■ **EXERCISE DIRECTIONS**: How many lines in the records below contain "runs"? Answer with the number alone.

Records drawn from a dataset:

━━━━━━━━━━━━━━━━━━━━

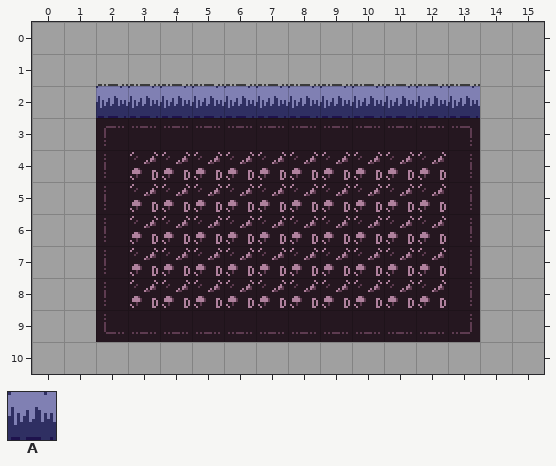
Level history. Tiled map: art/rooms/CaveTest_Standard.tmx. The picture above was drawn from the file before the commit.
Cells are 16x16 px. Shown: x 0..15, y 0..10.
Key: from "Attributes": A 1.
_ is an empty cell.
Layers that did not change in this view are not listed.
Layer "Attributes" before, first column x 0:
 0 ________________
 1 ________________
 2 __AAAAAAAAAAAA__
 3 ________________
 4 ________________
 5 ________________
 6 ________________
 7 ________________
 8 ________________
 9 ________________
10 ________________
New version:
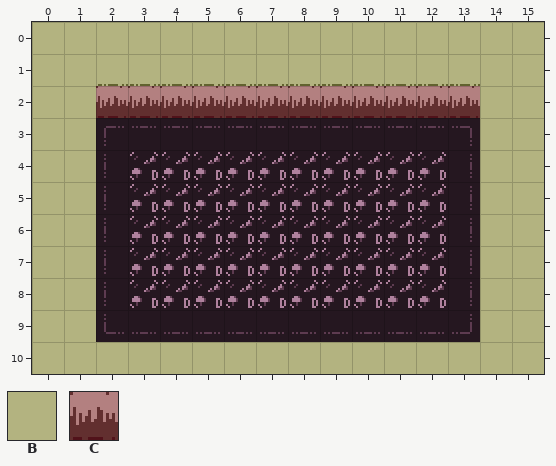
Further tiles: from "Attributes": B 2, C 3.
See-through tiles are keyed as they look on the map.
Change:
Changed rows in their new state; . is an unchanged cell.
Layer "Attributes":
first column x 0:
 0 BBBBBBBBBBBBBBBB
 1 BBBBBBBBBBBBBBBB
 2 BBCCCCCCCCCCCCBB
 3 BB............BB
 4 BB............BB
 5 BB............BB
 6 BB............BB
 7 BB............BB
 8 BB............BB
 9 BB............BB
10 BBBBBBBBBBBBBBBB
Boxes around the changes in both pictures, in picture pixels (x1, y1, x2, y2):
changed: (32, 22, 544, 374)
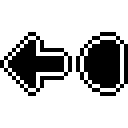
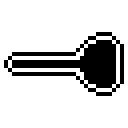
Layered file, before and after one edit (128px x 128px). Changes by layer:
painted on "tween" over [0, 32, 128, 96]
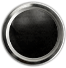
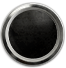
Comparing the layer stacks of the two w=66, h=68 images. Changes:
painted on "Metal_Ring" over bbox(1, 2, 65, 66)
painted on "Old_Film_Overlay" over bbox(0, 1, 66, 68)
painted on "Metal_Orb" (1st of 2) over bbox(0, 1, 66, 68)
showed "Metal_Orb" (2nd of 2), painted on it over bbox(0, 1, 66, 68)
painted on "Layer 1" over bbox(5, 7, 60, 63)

━━━━━━━━━━━━━━━━━━━━

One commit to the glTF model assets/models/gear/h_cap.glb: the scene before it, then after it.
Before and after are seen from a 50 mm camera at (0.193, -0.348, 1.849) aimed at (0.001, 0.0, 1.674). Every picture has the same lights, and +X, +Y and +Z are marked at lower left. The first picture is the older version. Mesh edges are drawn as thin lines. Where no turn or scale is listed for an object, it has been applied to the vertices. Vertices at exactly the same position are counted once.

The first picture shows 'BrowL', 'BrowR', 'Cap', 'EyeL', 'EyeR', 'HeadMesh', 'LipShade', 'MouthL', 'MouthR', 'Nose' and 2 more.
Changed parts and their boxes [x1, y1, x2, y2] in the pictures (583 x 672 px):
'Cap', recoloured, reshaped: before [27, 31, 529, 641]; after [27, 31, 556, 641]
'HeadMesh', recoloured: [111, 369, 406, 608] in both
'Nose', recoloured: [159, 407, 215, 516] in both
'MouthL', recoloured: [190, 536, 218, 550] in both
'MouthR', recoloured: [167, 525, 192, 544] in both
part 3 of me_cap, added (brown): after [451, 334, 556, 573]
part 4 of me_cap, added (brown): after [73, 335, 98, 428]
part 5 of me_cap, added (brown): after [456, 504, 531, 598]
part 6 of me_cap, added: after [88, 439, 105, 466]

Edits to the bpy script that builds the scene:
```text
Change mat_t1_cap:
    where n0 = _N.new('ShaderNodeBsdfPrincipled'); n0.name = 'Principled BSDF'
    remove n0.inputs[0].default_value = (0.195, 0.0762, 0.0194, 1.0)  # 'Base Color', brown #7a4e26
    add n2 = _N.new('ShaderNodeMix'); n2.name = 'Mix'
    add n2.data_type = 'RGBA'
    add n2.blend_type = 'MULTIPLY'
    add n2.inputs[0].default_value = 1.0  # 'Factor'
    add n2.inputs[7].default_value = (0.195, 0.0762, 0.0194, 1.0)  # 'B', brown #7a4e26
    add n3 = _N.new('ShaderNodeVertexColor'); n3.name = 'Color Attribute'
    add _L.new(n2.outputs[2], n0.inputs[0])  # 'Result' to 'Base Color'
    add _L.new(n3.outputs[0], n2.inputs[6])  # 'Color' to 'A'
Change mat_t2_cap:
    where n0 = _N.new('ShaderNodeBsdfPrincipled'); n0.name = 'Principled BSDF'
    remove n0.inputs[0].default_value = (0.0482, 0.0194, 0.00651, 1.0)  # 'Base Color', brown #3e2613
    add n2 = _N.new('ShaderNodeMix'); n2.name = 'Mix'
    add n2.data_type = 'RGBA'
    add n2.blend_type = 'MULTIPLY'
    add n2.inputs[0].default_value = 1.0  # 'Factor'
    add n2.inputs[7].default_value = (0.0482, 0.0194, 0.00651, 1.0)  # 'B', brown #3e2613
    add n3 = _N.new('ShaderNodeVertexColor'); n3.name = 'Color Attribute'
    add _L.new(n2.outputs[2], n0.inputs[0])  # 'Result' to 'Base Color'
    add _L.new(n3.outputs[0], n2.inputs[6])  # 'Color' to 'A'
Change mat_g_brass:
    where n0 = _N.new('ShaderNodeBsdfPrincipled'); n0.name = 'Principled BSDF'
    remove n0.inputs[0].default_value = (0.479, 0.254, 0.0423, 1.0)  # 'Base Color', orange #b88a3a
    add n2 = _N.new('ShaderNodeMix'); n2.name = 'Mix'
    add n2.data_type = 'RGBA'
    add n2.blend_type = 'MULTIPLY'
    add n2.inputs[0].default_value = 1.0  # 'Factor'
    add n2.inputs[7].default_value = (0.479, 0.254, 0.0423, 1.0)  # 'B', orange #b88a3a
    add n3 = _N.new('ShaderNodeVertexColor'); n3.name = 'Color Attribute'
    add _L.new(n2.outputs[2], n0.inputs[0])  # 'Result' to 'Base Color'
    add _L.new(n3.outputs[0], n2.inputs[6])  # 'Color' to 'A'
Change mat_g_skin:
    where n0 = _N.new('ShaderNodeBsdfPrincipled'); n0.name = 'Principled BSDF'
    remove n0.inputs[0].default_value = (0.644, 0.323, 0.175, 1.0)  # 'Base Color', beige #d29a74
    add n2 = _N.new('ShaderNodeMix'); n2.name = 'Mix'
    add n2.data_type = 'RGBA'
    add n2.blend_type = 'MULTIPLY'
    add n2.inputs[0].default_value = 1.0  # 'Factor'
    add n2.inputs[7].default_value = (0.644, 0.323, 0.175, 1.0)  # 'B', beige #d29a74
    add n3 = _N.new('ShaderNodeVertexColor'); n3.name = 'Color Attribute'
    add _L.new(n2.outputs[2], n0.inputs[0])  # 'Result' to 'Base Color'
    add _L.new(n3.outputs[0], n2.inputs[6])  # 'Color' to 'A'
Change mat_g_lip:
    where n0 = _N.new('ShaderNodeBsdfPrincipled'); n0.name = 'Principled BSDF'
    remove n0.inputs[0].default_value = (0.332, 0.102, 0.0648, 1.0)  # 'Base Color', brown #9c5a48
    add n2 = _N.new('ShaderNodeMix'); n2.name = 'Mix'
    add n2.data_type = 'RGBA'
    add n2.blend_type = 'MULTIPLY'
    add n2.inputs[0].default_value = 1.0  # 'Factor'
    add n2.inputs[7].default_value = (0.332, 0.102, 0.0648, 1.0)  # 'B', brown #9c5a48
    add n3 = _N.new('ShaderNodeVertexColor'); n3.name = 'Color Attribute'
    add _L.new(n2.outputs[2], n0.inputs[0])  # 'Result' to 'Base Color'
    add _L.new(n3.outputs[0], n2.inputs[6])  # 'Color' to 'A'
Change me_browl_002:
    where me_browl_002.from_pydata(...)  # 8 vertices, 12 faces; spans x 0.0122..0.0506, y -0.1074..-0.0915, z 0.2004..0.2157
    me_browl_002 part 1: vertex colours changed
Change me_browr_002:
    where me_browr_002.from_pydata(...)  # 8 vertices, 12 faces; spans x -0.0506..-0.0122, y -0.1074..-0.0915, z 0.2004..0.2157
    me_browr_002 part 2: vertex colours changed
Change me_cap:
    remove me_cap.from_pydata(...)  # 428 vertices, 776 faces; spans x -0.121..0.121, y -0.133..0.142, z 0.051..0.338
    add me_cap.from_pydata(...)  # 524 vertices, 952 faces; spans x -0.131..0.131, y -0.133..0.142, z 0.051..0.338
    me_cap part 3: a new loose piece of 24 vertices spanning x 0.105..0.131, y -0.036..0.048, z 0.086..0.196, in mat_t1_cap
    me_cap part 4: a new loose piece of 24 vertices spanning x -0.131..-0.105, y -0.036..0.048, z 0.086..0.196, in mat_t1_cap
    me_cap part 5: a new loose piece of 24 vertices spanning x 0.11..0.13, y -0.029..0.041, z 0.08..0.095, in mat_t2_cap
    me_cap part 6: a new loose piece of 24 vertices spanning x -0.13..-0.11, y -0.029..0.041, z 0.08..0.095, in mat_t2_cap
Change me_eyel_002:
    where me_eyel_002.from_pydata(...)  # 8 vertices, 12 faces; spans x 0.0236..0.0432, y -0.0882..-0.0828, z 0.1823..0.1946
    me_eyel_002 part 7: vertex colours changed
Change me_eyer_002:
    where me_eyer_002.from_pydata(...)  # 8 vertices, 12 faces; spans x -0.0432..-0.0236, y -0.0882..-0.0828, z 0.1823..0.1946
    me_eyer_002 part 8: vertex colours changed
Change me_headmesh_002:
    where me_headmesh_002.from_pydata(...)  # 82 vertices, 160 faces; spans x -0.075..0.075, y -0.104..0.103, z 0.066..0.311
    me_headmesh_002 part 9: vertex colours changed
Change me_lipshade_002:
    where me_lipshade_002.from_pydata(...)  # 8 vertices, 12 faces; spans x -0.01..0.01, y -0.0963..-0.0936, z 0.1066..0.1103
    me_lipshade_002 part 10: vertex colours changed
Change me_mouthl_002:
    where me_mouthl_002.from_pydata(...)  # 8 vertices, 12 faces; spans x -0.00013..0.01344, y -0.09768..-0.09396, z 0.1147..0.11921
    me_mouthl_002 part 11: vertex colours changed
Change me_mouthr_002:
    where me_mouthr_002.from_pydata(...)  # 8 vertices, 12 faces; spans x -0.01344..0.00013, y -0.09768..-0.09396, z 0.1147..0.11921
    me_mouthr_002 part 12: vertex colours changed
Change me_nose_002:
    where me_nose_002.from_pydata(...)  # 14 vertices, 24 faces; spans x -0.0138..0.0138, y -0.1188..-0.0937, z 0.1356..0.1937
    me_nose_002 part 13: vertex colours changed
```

━━━━━━━━━━━━━━━━━━━━

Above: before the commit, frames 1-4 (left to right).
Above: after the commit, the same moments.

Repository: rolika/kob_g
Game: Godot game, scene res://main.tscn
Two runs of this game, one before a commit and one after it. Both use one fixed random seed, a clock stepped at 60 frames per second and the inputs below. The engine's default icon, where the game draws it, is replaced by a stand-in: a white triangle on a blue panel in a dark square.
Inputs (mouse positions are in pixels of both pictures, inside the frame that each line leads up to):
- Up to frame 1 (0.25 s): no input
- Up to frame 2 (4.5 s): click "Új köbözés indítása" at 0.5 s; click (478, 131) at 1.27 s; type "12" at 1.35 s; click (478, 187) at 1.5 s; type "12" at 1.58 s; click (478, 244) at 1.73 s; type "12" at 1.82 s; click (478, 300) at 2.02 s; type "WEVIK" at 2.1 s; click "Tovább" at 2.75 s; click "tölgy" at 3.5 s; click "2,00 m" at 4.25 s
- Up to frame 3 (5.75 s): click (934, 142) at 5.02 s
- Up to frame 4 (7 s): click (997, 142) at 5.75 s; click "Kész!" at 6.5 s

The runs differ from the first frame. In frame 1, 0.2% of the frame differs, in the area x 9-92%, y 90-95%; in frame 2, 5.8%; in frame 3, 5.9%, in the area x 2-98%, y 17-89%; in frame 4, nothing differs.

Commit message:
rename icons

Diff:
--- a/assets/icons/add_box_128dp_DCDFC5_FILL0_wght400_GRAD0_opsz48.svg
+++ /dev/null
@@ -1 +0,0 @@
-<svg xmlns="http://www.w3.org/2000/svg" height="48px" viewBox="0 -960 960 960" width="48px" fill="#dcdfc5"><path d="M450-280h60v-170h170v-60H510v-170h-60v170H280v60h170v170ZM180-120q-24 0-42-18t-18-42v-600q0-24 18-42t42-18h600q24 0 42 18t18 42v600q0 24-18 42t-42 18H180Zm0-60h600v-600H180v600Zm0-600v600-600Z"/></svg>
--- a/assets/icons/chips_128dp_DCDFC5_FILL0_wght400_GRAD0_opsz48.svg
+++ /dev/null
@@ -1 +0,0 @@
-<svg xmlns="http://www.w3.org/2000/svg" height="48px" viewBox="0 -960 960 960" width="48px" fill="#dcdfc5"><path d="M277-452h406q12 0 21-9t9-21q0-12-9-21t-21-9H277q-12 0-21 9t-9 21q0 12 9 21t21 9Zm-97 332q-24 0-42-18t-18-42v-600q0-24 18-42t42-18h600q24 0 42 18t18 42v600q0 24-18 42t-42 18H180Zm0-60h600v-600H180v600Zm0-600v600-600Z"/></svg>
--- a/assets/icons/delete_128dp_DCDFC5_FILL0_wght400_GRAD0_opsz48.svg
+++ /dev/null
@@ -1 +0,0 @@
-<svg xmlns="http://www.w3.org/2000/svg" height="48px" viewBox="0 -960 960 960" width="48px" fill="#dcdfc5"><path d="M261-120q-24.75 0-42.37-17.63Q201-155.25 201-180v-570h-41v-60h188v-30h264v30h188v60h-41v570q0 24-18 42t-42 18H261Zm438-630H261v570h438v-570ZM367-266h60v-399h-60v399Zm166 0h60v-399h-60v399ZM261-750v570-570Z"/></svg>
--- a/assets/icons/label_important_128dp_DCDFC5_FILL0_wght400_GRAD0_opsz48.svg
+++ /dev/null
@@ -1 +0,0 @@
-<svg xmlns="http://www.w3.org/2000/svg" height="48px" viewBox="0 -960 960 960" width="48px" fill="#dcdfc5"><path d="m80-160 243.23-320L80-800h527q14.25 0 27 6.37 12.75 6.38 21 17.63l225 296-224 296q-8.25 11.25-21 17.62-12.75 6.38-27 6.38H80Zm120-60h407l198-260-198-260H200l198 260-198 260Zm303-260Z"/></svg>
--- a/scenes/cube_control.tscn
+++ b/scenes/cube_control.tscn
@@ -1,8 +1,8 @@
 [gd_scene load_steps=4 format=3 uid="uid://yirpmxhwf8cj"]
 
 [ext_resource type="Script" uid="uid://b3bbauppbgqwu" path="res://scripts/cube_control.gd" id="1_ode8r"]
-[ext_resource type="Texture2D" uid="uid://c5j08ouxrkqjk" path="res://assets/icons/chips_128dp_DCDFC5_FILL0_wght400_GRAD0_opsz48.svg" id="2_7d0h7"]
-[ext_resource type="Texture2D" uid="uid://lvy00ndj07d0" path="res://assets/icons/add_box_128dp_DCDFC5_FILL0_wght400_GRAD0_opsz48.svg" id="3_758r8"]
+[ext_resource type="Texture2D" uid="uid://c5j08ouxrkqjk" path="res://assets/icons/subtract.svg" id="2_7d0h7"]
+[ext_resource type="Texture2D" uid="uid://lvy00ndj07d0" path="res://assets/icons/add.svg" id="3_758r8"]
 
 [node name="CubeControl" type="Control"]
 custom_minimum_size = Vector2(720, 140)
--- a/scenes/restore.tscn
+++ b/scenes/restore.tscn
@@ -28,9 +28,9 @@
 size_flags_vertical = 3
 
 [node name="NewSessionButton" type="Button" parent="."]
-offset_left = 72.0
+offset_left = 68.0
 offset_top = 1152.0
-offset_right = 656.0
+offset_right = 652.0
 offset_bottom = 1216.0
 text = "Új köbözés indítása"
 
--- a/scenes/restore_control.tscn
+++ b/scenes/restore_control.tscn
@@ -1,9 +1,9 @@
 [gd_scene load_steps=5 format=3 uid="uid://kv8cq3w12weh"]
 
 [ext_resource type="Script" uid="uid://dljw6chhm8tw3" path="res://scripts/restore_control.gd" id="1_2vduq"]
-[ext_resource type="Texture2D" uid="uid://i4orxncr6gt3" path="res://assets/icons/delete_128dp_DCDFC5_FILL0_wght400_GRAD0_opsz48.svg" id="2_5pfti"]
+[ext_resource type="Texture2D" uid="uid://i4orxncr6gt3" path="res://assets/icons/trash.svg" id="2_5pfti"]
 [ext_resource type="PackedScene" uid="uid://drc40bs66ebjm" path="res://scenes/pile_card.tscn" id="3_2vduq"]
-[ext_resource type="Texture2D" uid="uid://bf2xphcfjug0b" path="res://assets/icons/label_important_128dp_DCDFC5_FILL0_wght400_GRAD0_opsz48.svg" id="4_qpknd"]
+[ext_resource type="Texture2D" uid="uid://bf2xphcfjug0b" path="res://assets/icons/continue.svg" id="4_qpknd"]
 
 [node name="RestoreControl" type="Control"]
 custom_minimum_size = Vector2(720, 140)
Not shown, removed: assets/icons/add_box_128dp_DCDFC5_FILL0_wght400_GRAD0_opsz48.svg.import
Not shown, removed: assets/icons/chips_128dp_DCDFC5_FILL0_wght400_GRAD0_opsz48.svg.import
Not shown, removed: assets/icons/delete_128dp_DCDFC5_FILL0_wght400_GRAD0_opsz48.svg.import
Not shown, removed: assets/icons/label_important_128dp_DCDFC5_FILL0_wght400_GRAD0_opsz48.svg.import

━━━━━━━━━━━━━━━━━━━━

■ **RESPONSE TO THE EXERCISE**: 2